◆ **What needs to be done**
Your answer must consist of exactly the lines below, starting with the line with "-38,13 +38,14 @@" and going on through the line with "clock.tick(FPS)", and nothing else.

◆ **Recorded information**
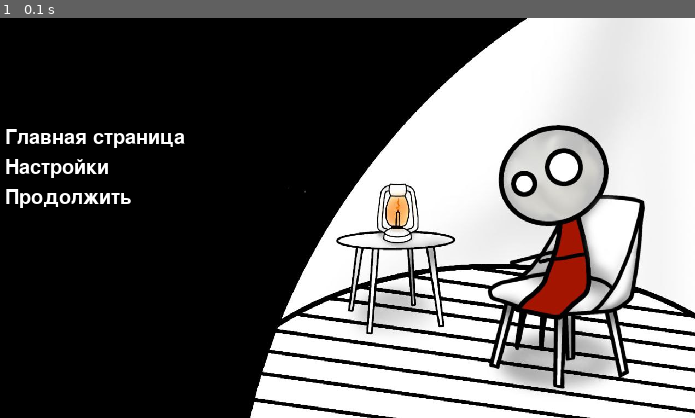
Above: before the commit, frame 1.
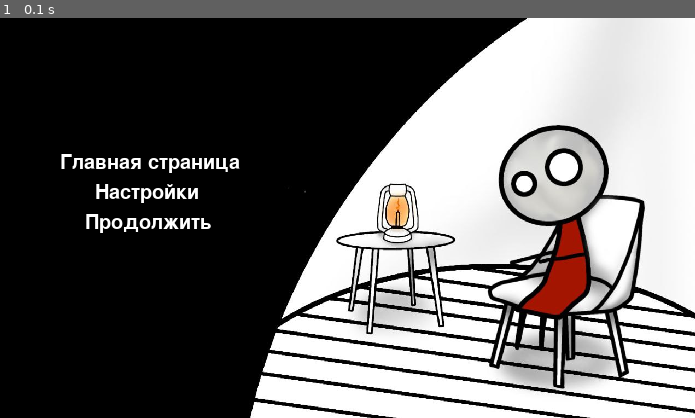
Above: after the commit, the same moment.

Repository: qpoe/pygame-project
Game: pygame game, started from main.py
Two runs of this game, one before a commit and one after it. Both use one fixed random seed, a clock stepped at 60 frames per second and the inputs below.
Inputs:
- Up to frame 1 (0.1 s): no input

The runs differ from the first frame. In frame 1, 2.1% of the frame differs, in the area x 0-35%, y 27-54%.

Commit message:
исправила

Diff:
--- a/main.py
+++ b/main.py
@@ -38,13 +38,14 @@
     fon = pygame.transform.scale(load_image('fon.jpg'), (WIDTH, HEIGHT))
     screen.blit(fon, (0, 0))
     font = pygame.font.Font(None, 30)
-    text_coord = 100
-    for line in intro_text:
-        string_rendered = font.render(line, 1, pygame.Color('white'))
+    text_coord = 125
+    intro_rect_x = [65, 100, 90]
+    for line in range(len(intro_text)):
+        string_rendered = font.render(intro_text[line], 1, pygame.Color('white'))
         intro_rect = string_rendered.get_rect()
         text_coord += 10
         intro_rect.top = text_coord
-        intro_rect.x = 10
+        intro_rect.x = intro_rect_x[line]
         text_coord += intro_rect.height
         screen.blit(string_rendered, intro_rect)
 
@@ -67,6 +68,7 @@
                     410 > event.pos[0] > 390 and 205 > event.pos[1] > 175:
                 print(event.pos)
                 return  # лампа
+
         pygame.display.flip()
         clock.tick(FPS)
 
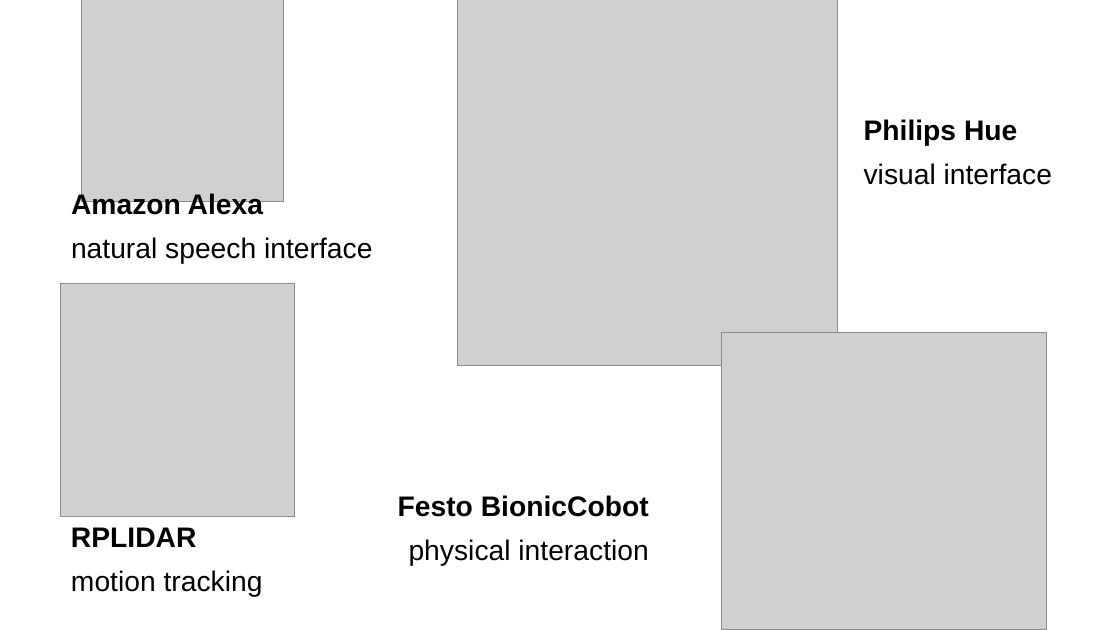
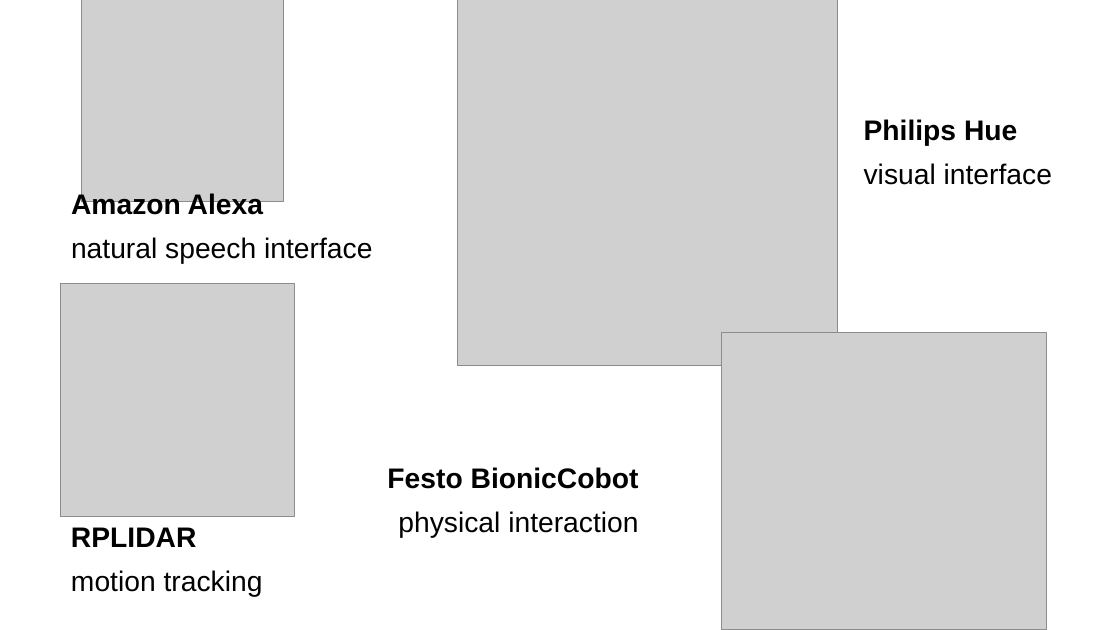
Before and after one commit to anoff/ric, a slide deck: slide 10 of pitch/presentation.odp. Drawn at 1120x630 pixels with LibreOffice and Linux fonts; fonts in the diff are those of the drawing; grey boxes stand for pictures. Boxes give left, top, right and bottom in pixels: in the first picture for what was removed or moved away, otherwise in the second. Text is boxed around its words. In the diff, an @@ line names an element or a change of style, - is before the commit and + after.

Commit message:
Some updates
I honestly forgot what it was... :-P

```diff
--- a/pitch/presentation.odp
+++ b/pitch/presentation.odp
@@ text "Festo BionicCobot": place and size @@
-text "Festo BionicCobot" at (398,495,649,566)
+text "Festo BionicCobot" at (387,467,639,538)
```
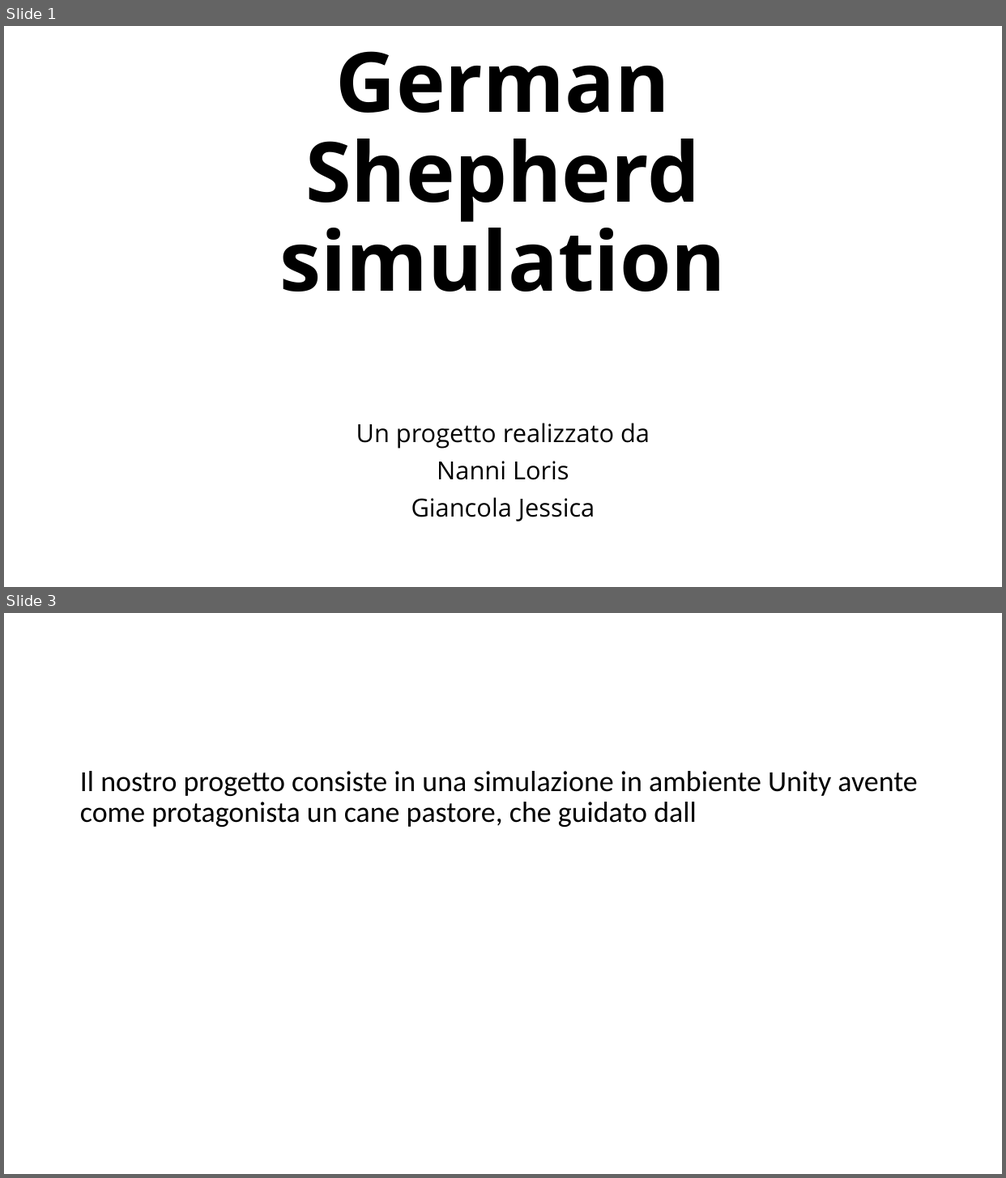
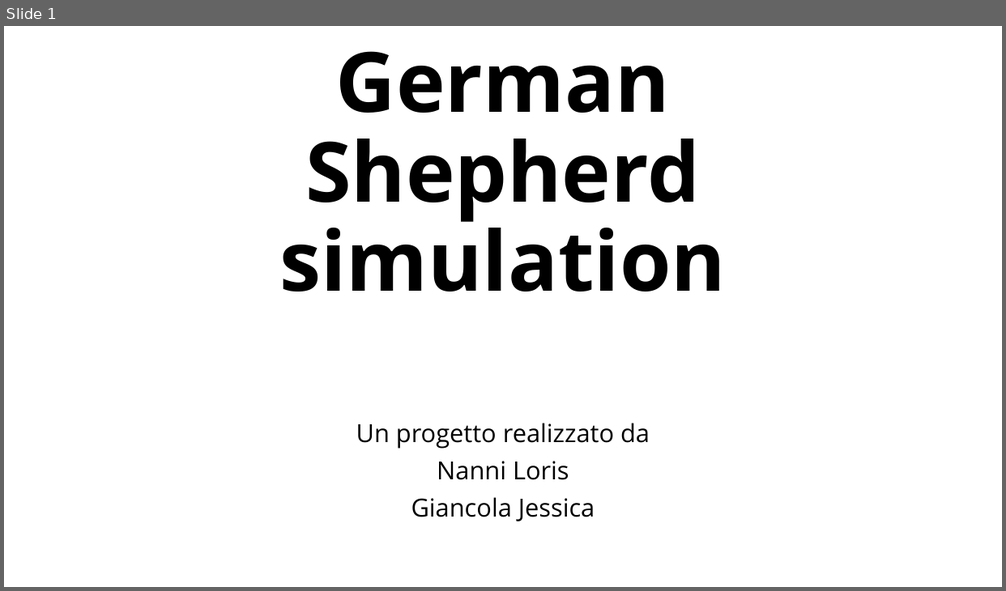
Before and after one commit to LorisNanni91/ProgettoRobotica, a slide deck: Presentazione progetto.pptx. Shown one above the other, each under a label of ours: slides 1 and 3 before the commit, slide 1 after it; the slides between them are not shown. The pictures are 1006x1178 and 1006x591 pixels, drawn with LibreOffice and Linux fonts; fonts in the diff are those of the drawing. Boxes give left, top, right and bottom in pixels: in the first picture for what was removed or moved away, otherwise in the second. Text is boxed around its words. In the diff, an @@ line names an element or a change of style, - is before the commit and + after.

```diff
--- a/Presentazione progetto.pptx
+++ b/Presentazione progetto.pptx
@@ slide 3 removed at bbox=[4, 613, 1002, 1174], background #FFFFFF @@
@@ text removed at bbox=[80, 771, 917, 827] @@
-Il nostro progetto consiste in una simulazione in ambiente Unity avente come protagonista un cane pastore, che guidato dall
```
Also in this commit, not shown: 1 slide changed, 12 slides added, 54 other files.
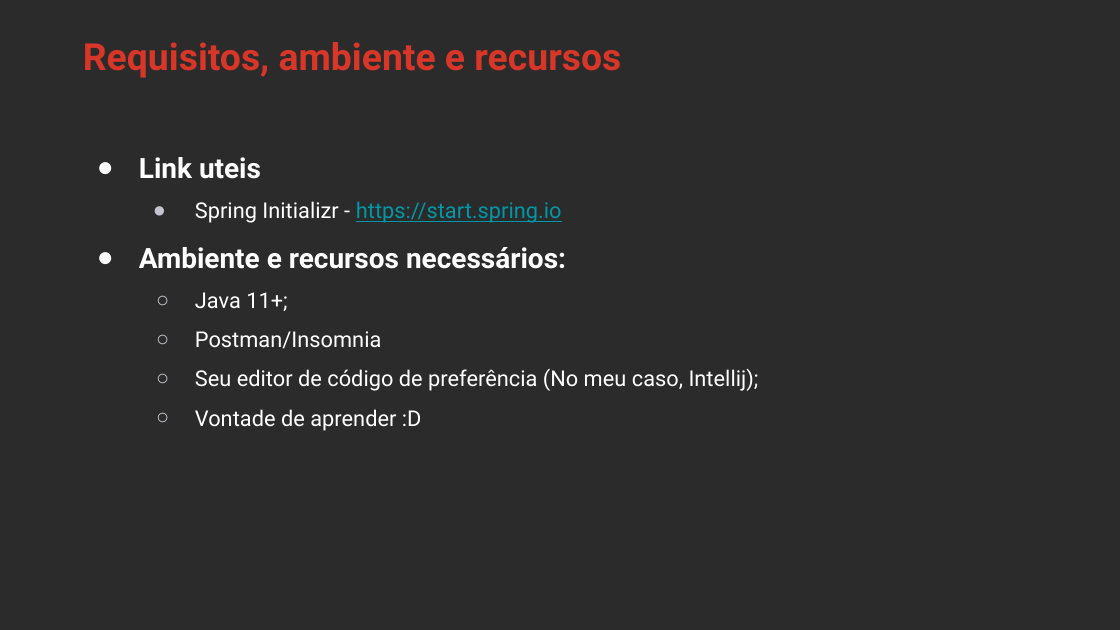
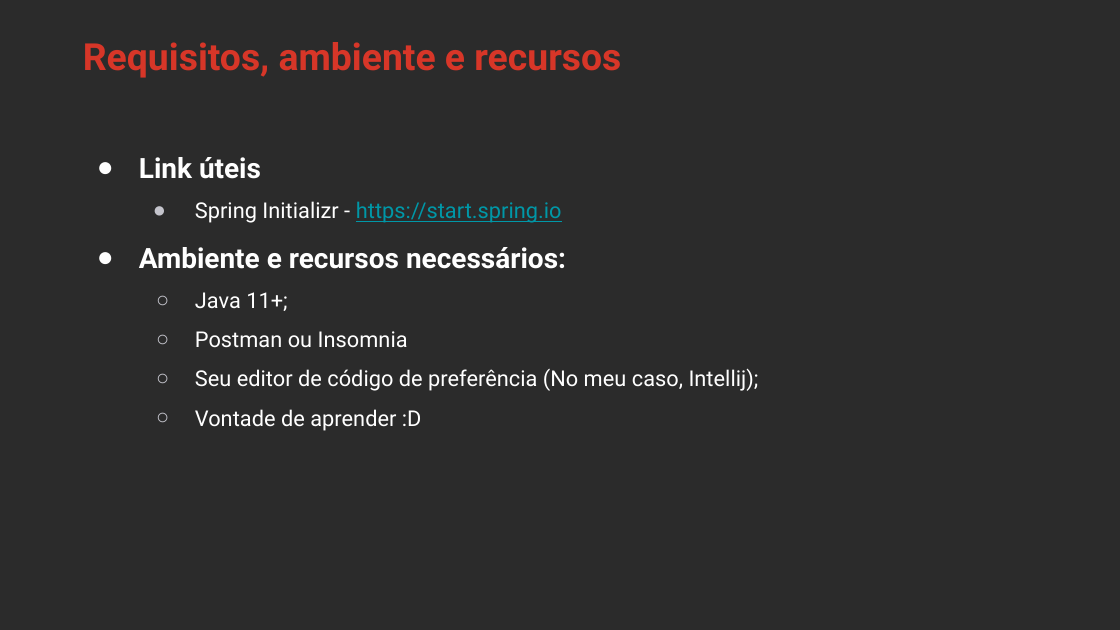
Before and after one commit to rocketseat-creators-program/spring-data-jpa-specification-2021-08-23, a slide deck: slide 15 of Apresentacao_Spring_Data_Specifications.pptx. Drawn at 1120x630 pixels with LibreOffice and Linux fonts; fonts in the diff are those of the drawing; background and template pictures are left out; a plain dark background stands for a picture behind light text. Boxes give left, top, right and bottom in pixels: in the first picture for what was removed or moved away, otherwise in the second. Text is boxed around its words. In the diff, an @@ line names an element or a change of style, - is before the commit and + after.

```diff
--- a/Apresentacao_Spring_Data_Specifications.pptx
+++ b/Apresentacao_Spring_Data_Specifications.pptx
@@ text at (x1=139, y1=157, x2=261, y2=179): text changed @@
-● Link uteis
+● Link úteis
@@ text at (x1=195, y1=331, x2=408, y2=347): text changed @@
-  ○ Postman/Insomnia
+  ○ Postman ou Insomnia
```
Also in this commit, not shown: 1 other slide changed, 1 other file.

◆ **Solved exercise**
@@ -38,13 +38,14 @@
     fon = pygame.transform.scale(load_image('fon.jpg'), (WIDTH, HEIGHT))
     screen.blit(fon, (0, 0))
     font = pygame.font.Font(None, 30)
-    text_coord = 100
-    for line in intro_text:
-        string_rendered = font.render(line, 1, pygame.Color('white'))
+    text_coord = 125
+    intro_rect_x = [65, 100, 90]
+    for line in range(len(intro_text)):
+        string_rendered = font.render(intro_text[line], 1, pygame.Color('white'))
         intro_rect = string_rendered.get_rect()
         text_coord += 10
         intro_rect.top = text_coord
-        intro_rect.x = 10
+        intro_rect.x = intro_rect_x[line]
         text_coord += intro_rect.height
         screen.blit(string_rendered, intro_rect)
 
@@ -67,6 +68,7 @@
                     410 > event.pos[0] > 390 and 205 > event.pos[1] > 175:
                 print(event.pos)
                 return  # лампа
+
         pygame.display.flip()
         clock.tick(FPS)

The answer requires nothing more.